Les chefs-d’œuvre architecturaux sont souvent des objets isolés, des doigts
d’honneur à la ville, des révoltés. Et l’ONU, toute diplomatique qu’elle soit,
ne fait pas exception à la règle. Situé en territoire international, le Siège des
Nations Unies est un des seuls bâtiments à s’aligner à 90° par rapport aux
blocs de Manhattan et à l’écart, sur une esplanade très « Brasilianesque
». Cette prise de position n’est pas sans rappeler les partis pris anti-new-
yorkais de Frank Lloyd Wright qui haïssait la ville et avait réussi le tour
de force d’y construire une de ses icônes en y jetant un immeuble rond et
féminin, le Guggenheim, au beau milieu des immeubles rectilinéaires de
Manhattan.

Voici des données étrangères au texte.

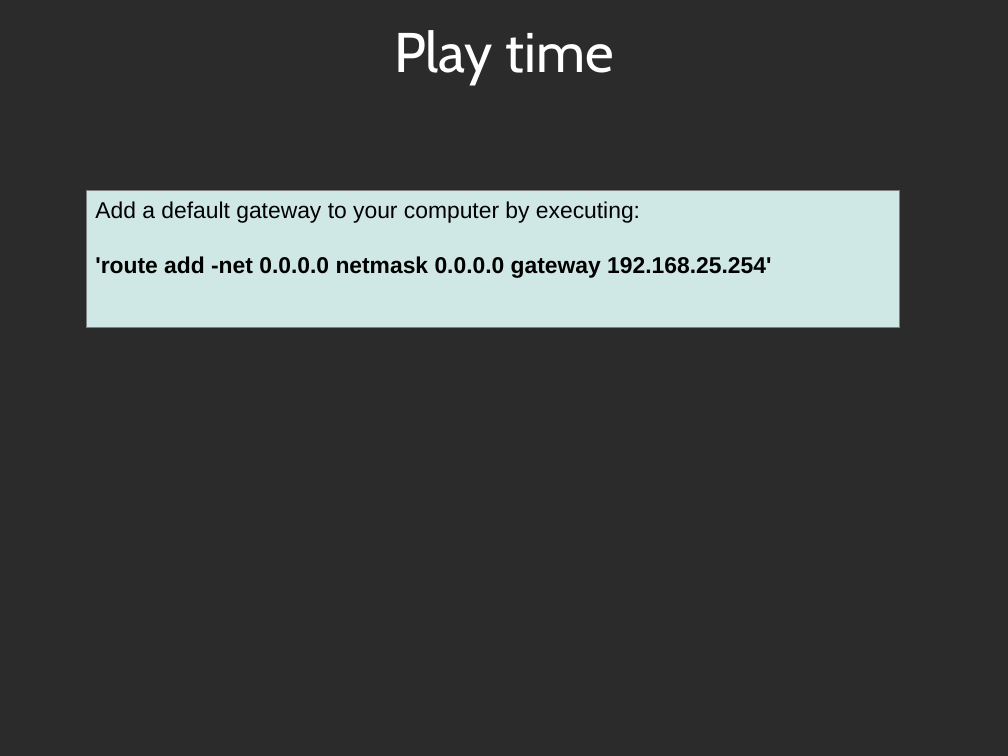
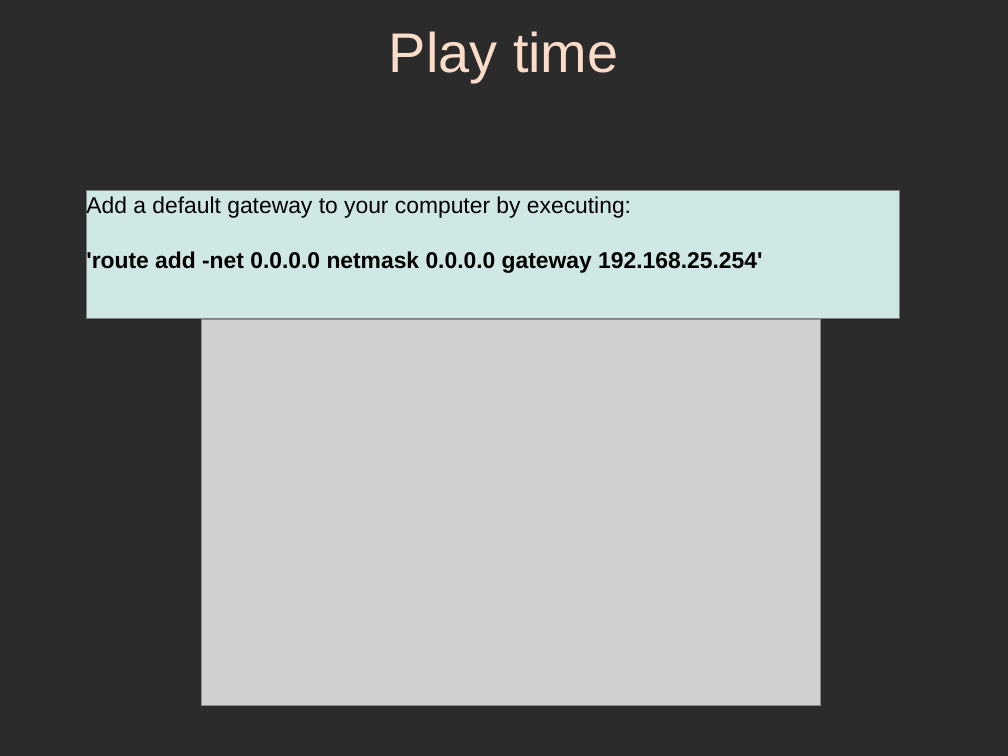
Before and after one commit to sphaero/workshops, a slide deck: slide 54 of Networking/presentation.odp (slide 48 before the commit). Drawn at 1008x756 pixels with LibreOffice and Linux fonts; fonts in the diff are those of the drawing; grey boxes stand for pictures; background and template pictures are left out; a plain dark background stands for a picture behind light text. Boxes give left, top, right and bottom in pixels: in the first picture for what was removed or moved away, otherwise in the second. Text is boxed around its words. In the diff, an @@ line names an element or a change of style, - is before the commit and + after.

```diff
--- a/Networking/presentation.odp
+++ b/Networking/presentation.odp
@@ title "Play time" at (389,31,618,82): font Cabin to Arial, text colour #FFFFFF to #FADCC8 @@
@@ rectangle "Add a default gateway to ...": place and size @@
-rectangle "Add a default gateway to ..." at (86,191,900,328)
+rectangle "Add a default gateway to ..." at (86,191,900,319)
@@ picture added at (201,319,821,706) @@
```
Also in this commit, not shown: 51 other slides changed, 7 slides added, 1 slide removed.
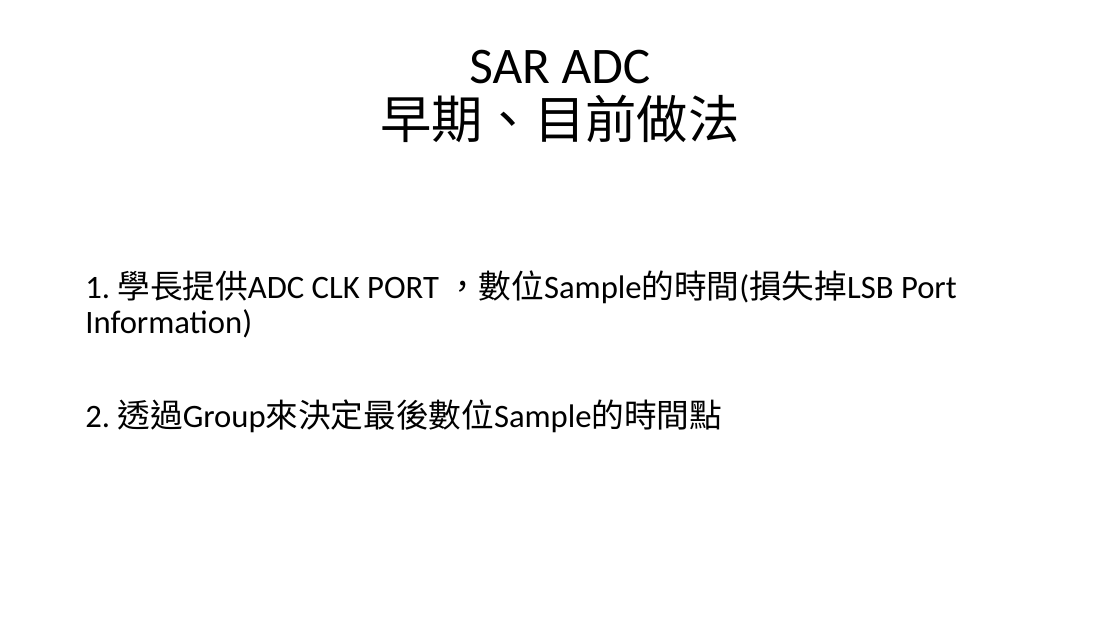
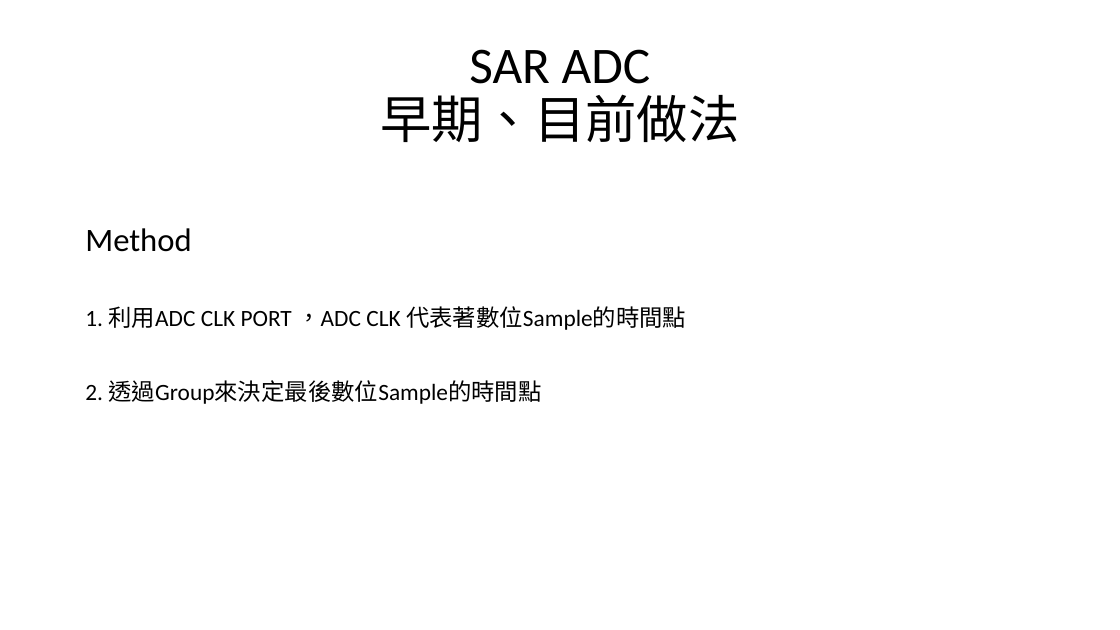
Before and after one commit to a0910281835/Summrary_PDF, a slide deck: slide 18 of Project_Summary_pdf/Project_Summary.pptx (slide 15 before the commit). Drawn at 1120x630 pixels with LibreOffice and Linux fonts; fonts in the diff are those of the drawing. Boxes give left, top, right and bottom in pixels: in the first picture for what was removed or moved away, otherwise in the second. Text is boxed around its words. In the diff, an @@ line names an element or a change of style, - is before the commit and + after.

```diff
--- a/Project_Summary_pdf/Project_Summary.pptx
+++ b/Project_Summary_pdf/Project_Summary.pptx
@@ text at (85, 228, 686, 330): text changed; size 28 to 20 pt @@
-1. 學長提供ADC CLK PORT ，數位Sample的時間(損失掉LSB Port Information)
+Method
+1. 利用ADC CLK PORT ，ADC CLK 代表著數位Sample的時間點
@@ text at (85, 380, 541, 404): size 28 to 20 pt in "2. 透過Group來決定最後數位Sample的時間點" @@
```
Also in this commit, not shown: 3 other slides changed, 6 slides added, 1 other file.
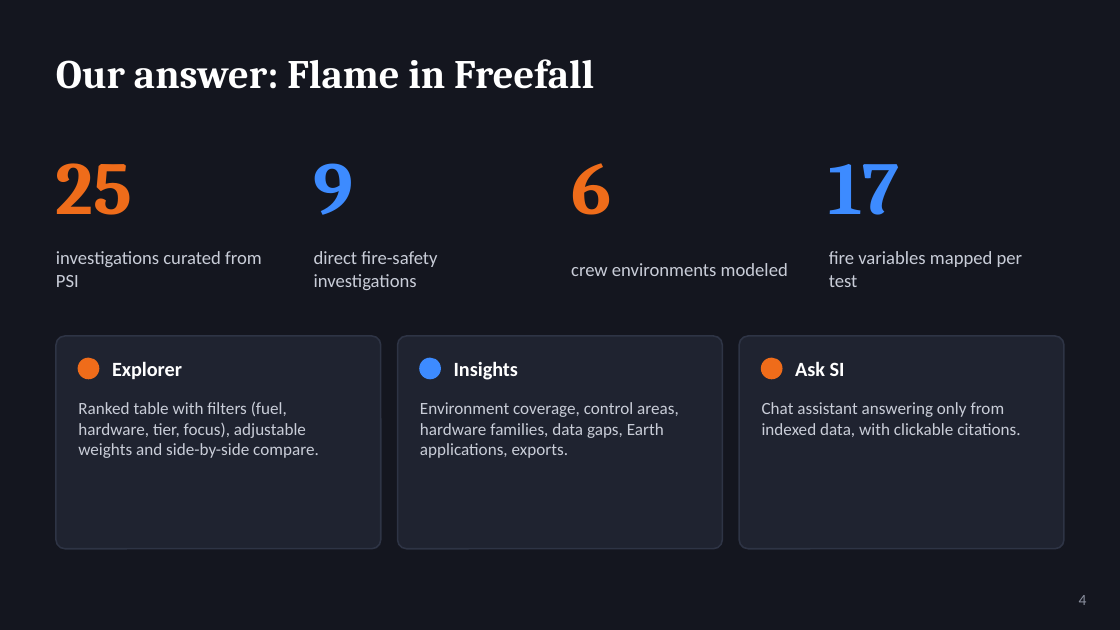
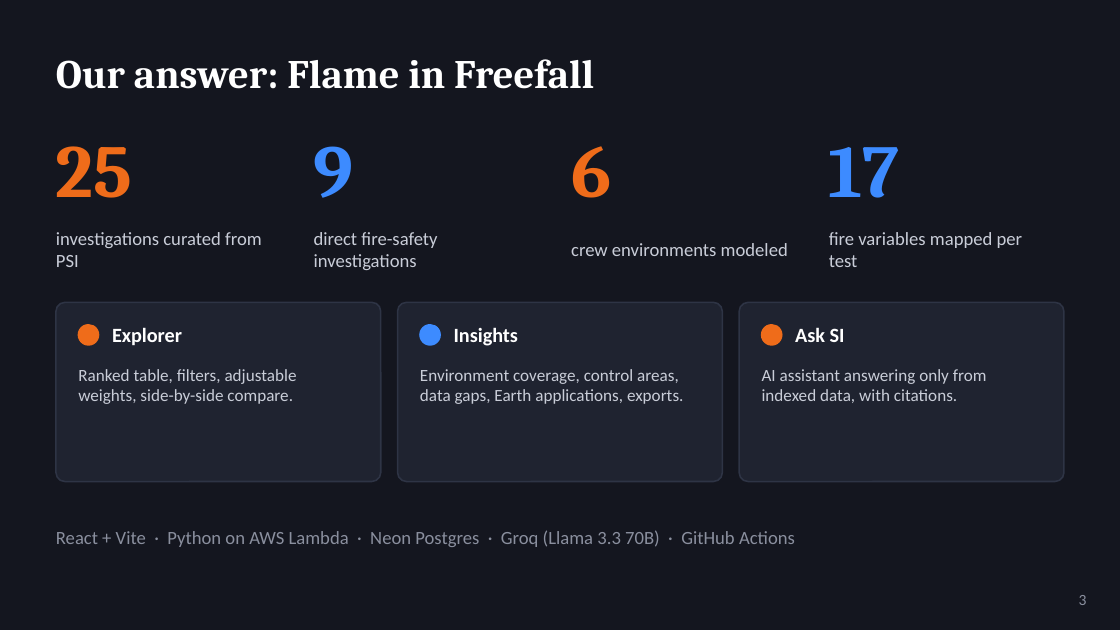
Before and after one commit to Real-Vicinic/F-I-F, a slide deck: slide 3 of docs/Flame_in_Freefall_Presentation.pptx (slide 4 before the commit). Drawn at 1120x630 pixels with LibreOffice and Linux fonts; fonts in the diff are those of the drawing. Boxes give left, top, right and bottom in pixels: in the first picture for what was removed or moved away, otherwise in the second. Text is boxed around its words. In the diff, an @@ line names an element or a change of style, - is before the commit and + after.

```diff
--- a/docs/Flame_in_Freefall_Presentation.pptx
+++ b/docs/Flame_in_Freefall_Presentation.pptx
@@ 4 texts: place and size @@
-4 texts at [56,163,900,215]
+4 texts at [56,146,900,198]
@@ text "investigations curated from PSI": place and size @@
-text "investigations curated from PSI" at [56,251,262,287]
+text "investigations curated from PSI" at [56,232,262,267]
@@ text "direct fire-safety investigations": place and size @@
-text "direct fire-safety investigations" at [314,251,437,290]
+text "direct fire-safety investigations" at [314,232,437,270]
@@ text "crew environments modeled": place and size @@
-text "crew environments modeled" at [571,263,788,276]
+text "crew environments modeled" at [571,243,788,256]
@@ text "fire variables mapped per test": place and size @@
-text "fire variables mapped per test" at [829,251,1023,287]
+text "fire variables mapped per test" at [829,232,1023,267]
@@ rounded rectangle: place and size @@
-rounded rectangle at [56,336,381,549]
+rounded rectangle at [56,302,381,482]
@@ rounded rectangle: place and size @@
-rounded rectangle at [398,336,722,549]
+rounded rectangle at [398,302,722,482]
@@ proportions changed in 3 elements at [56,302,381,482], [398,302,722,482], [739,302,1064,482] @@
@@ rounded rectangle: place and size @@
-rounded rectangle at [739,336,1064,549]
+rounded rectangle at [739,302,1064,482]
@@ 3 texts, 3 ellipses: place and size @@
-3 texts, 3 ellipses at [78,358,845,380]
+3 texts, 3 ellipses at [78,325,845,346]
@@ text at [78,369,297,404]: text changed @@
-Ranked table with filters (fuel, hardware, tier, focus), adjustable weights and side-by-side compare.
+Ranked table, filters, adjustable weights, side-by-side compare.
@@ text at [420,369,683,404]: text changed @@
-Environment coverage, control areas, hardware families, data gaps, Earth applications, exports.
+Environment coverage, control areas, data gaps, Earth applications, exports.
@@ text at [762,369,987,403]: text changed @@
-Chat assistant answering only from indexed data, with clickable citations.
+AI assistant answering only from indexed data, with citations.
@@ text added at [56,530,795,547], 12 pt, text #8A8F9E @@
+React + Vite · Python on AWS Lambda · Neon Postgres · Groq (Llama 3.3 70B) · GitHub Actions
@@ text at [1079,595,1087,605]: text changed @@
-4
+3
```
Also in this commit, not shown: 3 other slides changed, 1 slide added, 7 slides removed.
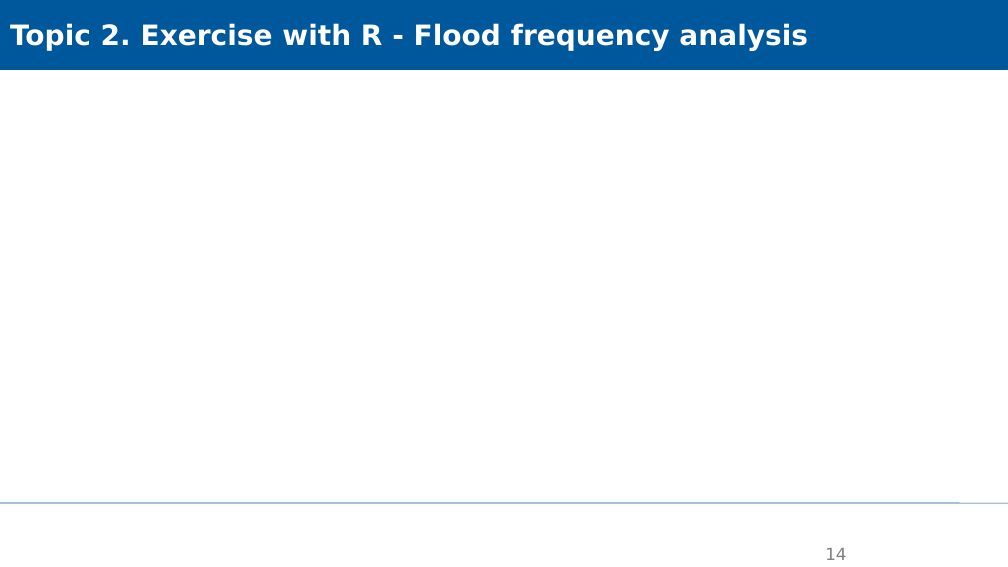
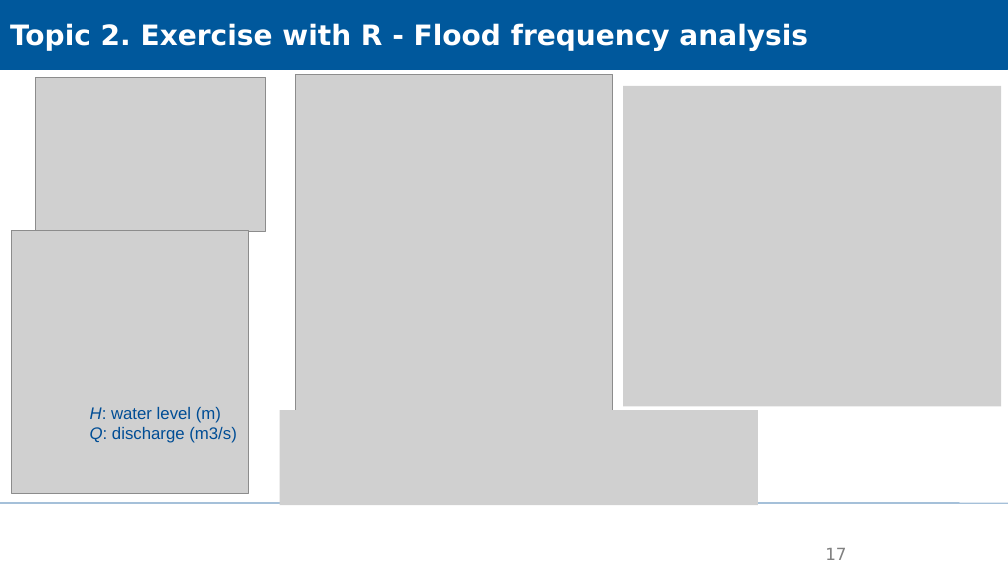
Before and after one commit to XiaoxiangGuanGFZ/FloodRiskSeminar, a slide deck: slide 17 of slides/FRS_exercise_R.pptx (slide 14 before the commit). Drawn at 1008x567 pixels with LibreOffice and Linux fonts; fonts in the diff are those of the drawing; grey boxes stand for pictures; background and template pictures are left out. Boxes give left, top, right and bottom in pixels: in the first picture for what was removed or moved away, otherwise in the second. Text is boxed around its words. In the diff, an @@ line names an element or a change of style, - is before the commit and + after.

```diff
--- a/slides/FRS_exercise_R.pptx
+++ b/slides/FRS_exercise_R.pptx
@@ picture added at (295, 75, 613, 410) @@
@@ picture added at (623, 86, 1001, 406) @@
@@ group added at (12, 78, 265, 493): 3 pictures, 1 text @@
+H: water level (m)
+Q: discharge (m3/s)
@@ picture added at (279, 410, 758, 505) @@
@@ page number at (825, 548, 846, 560): text changed @@
-14
+17
```
Also in this commit, not shown: 3 slides added.

Frank Gehry avait, lui aussi, prévu son propre Guggenheim
sur l’eau, en dehors de la grille et en contrepoint de celui de Wright, aux
environs de Wall Street ; un projet jamais construit mais qui prouve une
fois de plus que les bâtiments de légende se font rarement caméléons dans
les villes qui les accueillent. En imposant des bâtiments forts plutôt que des
fantômes qui se glisseraient dans le tissu urbain, ces architectes se voient
lentement qualifiés de « starchitects », statut qui ne va pas sans son éternel
lot de critiques. Et le Siège de l’ONU n’est pas en reste.